Corporate Governance and Internal Provisions

Corporate governance involves mechanisms to align management interests with those of shareholders and ensure accountability. Internal provisions include a clear separation of roles between the board of directors and management, performance-based compensation, audit committees, internal controls, shareholder voting procedures, transparent disclosure policies, policies against conflicts of interest, and codes of conduct.

Effective Board Characteristics

An effective board typically comprises independent, diverse, and experienced directors capable of providing objective oversight, strategic guidance, and ensuring accountability. Regular evaluations and active engagement further enhance governance quality.

Provisions Affecting Takeovers

Provisions such as staggered boards, supermajority voting requirements, poison pills, and restrictions on shareholder rights can slow or prevent takeover bids, thereby affecting corporate control and strategic flexibility.

Use of Stock Options in Compensation

Stock options are used to motivate managers by aligning their interests with shareholders, encouraging performance. However, potential problems include excessive risk-taking, manipulation of earnings to inflate stock prices, and dilution of ownership.

Block Ownership and Governance

Block ownership refers to large shareholders holding significant portions of shares. Such ownership can influence governance by either providing stability and oversight or enabling control that may be detrimental to minority shareholders.
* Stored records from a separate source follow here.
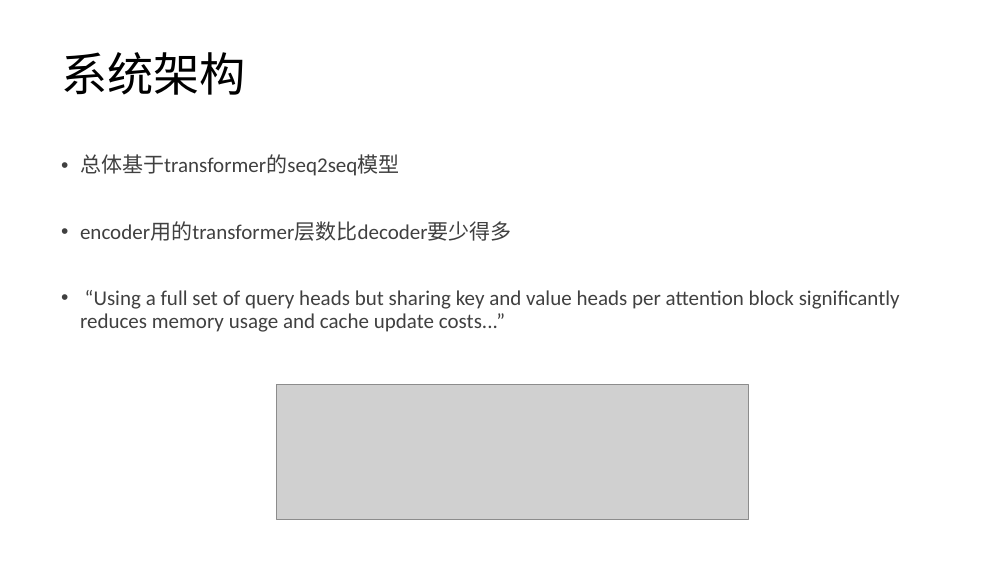
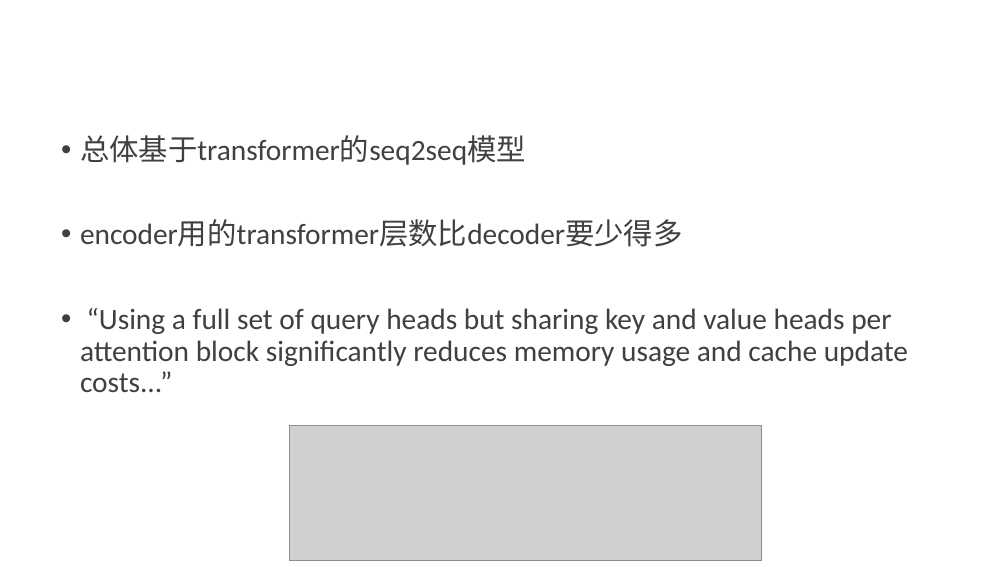
Before and after one commit to kevinva/paperReport, a slide deck: slide 4 of presentation/hezhi_AlphaCode.pptx. Drawn at 1008x567 pixels with LibreOffice and Linux fonts; fonts in the diff are those of the drawing; grey boxes stand for pictures. Boxes give left, top, right and bottom in pixels: in the first picture for what was removed or moved away, otherwise in the second. Text is boxed around its words. In the diff, an @@ line names an element or a change of style, - is before the commit and + after.

```diff
--- a/presentation/hezhi_AlphaCode.pptx
+++ b/presentation/hezhi_AlphaCode.pptx
@@ title removed at box(61, 52, 246, 95) @@
-系统架构
@@ text "总体基于transformer的seq2seq模型": place and size @@
-text "总体基于transformer的seq2seq模型" at box(80, 154, 900, 332)
+text "总体基于transformer的seq2seq模型" at box(80, 135, 908, 392)
@@ text "总体基于transformer的seq2seq模型" at box(80, 135, 908, 392): size 20 to 28 pt @@
@@ picture: place and size @@
-picture at box(276, 384, 748, 520)
+picture at box(290, 425, 761, 560)
```
Also in this commit, not shown: 8 slides added, 2 other files.

Regulatory and Legal Impact on Corporate Governance

Regulatory agencies and legal systems establish rules and standards—such as securities laws, reporting requirements, and fiduciary duties—that promote transparency, accountability, and fair treatment of shareholders, thus shaping effective corporate governance practices.

Conclusion

Understanding the intricate dynamics of agency relationships, conflicts, and governance mechanisms is crucial for the efficient operation of corporations. By implementing internal controls, fostering transparency, and aligning interests, companies can mitigate agency costs and enhance shareholder value, ensuring sustainable growth and stakeholder trust.

References

  • Journal of Financial Economics, 3(4), 305-360.
  • Journal of Law and Economics, 26(2), 301-325.
  • The Journal of Finance, 52(2), 737-783.
  • Business Lawyer, 48(1), 59-77.
  • Journal of Corporate Finance, 48, 510-532.